* [Work to complete]: Only the lines that include "Wire" should be copied from the data below.

* [Input]:
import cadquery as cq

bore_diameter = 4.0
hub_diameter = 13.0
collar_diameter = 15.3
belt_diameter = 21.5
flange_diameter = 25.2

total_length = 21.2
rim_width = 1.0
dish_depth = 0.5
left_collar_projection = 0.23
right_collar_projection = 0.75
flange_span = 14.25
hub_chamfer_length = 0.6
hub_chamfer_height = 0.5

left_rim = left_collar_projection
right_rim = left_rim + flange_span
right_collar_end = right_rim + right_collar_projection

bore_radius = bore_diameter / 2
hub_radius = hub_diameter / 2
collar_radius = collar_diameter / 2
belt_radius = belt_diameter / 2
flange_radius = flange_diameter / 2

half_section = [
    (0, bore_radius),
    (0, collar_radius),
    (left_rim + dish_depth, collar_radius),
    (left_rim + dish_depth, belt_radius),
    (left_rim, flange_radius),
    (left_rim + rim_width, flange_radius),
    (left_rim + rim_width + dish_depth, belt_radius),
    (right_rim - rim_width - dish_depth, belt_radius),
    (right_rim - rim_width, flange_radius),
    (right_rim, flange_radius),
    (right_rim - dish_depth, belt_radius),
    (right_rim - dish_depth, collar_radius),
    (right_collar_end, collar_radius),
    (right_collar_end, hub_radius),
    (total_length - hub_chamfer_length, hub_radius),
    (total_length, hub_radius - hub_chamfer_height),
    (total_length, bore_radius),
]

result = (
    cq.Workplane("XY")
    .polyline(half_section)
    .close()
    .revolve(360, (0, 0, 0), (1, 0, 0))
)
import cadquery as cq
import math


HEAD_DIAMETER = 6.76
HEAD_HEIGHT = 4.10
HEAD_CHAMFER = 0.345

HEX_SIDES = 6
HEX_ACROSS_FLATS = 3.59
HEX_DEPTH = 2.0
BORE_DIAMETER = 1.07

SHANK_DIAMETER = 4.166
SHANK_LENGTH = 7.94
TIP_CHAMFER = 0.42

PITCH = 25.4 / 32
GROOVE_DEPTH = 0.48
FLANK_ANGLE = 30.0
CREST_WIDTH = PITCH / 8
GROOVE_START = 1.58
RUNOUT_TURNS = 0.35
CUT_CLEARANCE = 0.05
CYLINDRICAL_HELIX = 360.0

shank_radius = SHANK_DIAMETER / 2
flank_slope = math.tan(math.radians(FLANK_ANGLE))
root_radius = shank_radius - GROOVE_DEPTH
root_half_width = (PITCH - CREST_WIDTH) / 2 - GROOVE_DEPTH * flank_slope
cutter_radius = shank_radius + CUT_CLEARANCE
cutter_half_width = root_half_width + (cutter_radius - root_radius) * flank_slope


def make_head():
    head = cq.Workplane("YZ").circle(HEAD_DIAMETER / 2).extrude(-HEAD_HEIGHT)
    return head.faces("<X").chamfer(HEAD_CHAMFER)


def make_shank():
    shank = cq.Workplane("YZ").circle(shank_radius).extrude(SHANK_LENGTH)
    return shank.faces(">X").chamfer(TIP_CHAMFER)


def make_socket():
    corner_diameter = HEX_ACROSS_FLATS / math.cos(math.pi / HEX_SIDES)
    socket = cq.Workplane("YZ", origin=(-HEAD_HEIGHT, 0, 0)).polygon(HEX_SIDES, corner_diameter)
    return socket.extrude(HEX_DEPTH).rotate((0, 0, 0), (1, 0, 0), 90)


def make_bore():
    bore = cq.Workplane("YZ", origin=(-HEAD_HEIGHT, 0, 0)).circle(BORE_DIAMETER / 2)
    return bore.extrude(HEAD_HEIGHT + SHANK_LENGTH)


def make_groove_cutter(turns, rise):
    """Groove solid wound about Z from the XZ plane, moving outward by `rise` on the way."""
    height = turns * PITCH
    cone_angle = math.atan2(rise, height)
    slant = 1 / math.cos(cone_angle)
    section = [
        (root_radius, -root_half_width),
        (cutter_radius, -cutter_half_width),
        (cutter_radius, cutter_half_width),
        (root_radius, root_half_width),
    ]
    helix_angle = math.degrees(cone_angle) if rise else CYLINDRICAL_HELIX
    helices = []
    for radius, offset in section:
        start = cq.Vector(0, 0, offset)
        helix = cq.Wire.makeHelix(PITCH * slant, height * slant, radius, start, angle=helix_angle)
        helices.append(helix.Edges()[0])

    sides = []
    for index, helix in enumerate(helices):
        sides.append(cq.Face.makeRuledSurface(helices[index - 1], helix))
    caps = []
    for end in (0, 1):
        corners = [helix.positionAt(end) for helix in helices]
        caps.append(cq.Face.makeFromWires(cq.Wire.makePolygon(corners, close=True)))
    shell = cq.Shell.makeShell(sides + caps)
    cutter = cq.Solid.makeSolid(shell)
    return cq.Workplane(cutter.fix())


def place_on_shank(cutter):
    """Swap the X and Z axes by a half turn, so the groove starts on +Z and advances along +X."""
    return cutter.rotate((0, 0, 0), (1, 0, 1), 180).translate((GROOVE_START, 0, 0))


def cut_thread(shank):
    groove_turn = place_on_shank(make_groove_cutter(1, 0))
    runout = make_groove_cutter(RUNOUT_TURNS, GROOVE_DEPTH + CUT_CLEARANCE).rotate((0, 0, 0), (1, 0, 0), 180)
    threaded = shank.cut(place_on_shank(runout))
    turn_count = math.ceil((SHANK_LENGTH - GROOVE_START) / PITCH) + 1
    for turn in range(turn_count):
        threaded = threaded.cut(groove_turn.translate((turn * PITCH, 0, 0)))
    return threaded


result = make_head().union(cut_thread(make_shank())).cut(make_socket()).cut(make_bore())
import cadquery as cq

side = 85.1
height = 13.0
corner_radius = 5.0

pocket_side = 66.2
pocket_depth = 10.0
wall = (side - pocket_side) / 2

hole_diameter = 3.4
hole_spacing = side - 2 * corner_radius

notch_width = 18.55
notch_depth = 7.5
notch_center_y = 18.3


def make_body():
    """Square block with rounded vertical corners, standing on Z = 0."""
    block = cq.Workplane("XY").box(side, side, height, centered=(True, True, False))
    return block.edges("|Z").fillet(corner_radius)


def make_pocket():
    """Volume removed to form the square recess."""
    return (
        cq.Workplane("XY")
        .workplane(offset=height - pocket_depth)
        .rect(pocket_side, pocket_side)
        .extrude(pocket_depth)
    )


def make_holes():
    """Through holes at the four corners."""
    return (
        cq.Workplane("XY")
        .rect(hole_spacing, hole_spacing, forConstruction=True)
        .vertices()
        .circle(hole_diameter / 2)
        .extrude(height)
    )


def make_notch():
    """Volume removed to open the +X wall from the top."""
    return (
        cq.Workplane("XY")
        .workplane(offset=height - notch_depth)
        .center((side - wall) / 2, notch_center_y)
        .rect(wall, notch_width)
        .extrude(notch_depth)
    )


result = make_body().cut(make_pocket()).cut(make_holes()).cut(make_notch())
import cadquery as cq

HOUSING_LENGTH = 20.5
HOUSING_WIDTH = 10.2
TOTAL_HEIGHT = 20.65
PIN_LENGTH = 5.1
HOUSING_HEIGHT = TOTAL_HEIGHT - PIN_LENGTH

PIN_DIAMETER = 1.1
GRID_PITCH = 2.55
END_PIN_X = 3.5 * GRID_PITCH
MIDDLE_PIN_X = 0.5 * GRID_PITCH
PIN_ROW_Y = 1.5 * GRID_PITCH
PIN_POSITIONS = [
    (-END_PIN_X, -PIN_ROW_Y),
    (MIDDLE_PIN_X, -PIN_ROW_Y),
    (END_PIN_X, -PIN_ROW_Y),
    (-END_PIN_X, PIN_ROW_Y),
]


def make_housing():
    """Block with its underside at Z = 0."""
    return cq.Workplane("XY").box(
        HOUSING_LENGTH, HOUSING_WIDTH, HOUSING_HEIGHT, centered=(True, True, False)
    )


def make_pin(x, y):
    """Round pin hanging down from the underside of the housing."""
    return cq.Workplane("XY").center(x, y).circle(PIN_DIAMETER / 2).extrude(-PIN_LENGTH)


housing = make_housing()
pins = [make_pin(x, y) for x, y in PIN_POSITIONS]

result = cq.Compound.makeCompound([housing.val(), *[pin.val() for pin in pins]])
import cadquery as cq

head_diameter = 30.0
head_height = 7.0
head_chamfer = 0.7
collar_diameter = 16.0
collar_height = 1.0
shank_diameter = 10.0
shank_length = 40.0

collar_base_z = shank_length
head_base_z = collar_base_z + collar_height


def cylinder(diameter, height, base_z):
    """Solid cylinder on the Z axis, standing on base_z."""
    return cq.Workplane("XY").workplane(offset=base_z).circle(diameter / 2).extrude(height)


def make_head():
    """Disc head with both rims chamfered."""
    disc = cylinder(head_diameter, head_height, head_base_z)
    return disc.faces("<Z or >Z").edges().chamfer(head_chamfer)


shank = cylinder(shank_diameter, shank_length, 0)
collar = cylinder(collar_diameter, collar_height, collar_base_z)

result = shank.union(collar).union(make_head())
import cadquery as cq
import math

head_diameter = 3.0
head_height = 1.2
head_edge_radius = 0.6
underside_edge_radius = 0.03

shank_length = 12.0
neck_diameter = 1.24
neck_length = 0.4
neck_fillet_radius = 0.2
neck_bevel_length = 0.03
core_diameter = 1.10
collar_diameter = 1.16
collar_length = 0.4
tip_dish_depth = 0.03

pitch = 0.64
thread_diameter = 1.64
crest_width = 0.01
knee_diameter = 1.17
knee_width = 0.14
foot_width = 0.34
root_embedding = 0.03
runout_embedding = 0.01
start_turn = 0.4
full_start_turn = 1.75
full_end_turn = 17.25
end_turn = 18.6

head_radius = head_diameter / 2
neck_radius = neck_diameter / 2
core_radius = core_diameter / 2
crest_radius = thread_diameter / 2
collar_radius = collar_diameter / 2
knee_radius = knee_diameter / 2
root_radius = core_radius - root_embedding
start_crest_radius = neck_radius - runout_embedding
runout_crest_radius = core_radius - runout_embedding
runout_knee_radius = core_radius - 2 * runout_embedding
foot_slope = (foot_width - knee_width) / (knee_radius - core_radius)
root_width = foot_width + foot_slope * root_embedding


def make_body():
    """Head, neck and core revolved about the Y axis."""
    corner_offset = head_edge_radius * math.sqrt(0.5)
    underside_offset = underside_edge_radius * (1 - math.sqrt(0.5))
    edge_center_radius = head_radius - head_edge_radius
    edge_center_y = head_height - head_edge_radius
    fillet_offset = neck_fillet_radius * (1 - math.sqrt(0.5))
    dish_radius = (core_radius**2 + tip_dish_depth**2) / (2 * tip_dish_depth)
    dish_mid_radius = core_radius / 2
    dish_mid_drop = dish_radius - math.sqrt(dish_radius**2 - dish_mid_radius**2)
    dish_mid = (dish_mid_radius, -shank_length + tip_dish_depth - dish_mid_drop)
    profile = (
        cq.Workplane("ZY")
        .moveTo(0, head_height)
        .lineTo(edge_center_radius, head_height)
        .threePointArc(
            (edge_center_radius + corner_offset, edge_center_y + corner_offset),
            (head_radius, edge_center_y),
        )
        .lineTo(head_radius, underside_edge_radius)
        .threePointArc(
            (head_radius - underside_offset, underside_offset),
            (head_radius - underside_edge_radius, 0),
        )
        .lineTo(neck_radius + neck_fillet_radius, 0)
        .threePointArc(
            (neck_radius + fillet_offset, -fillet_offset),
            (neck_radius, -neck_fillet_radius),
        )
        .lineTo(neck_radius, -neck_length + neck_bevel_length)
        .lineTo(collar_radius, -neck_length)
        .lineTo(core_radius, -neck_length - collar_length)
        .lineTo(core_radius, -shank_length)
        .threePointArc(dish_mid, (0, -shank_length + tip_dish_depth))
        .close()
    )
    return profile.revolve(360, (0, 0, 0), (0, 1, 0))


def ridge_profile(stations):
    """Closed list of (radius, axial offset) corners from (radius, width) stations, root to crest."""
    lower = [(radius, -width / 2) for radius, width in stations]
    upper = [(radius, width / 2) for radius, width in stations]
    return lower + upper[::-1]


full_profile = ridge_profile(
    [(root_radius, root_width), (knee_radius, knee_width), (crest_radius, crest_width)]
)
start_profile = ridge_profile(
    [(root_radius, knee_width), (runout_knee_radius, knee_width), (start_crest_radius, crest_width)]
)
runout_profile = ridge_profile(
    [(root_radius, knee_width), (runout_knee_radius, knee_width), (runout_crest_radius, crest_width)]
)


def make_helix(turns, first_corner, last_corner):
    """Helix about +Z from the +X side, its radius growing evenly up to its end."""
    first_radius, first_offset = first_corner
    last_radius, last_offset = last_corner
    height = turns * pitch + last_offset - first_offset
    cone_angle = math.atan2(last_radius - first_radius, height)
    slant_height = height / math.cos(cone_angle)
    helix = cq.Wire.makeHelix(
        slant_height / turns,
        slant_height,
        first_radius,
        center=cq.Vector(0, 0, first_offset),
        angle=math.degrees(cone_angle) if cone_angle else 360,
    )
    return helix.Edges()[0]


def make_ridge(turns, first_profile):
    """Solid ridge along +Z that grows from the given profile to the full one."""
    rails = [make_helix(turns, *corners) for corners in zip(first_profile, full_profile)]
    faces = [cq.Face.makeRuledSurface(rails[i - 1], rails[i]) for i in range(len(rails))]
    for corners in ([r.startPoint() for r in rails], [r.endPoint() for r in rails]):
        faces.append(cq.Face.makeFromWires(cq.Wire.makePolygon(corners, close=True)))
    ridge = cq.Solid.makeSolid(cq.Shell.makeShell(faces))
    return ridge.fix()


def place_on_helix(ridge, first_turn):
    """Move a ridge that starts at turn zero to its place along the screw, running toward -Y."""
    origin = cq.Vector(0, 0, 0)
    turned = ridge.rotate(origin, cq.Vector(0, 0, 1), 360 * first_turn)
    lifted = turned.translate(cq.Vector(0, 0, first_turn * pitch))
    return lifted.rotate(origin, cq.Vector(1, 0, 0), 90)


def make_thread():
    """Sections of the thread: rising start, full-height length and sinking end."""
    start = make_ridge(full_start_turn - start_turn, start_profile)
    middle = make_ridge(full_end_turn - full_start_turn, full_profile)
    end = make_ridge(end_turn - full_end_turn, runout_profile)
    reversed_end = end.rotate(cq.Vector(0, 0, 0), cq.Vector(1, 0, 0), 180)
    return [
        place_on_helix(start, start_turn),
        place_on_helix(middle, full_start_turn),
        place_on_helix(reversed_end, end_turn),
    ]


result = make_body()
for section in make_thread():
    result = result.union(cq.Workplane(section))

* [Output for this task]:
        helix = cq.Wire.makeHelix(PITCH * slant, height * slant, radius, start, angle=helix_angle)
        caps.append(cq.Face.makeFromWires(cq.Wire.makePolygon(corners, close=True)))
    helix = cq.Wire.makeHelix(
        faces.append(cq.Face.makeFromWires(cq.Wire.makePolygon(corners, close=True)))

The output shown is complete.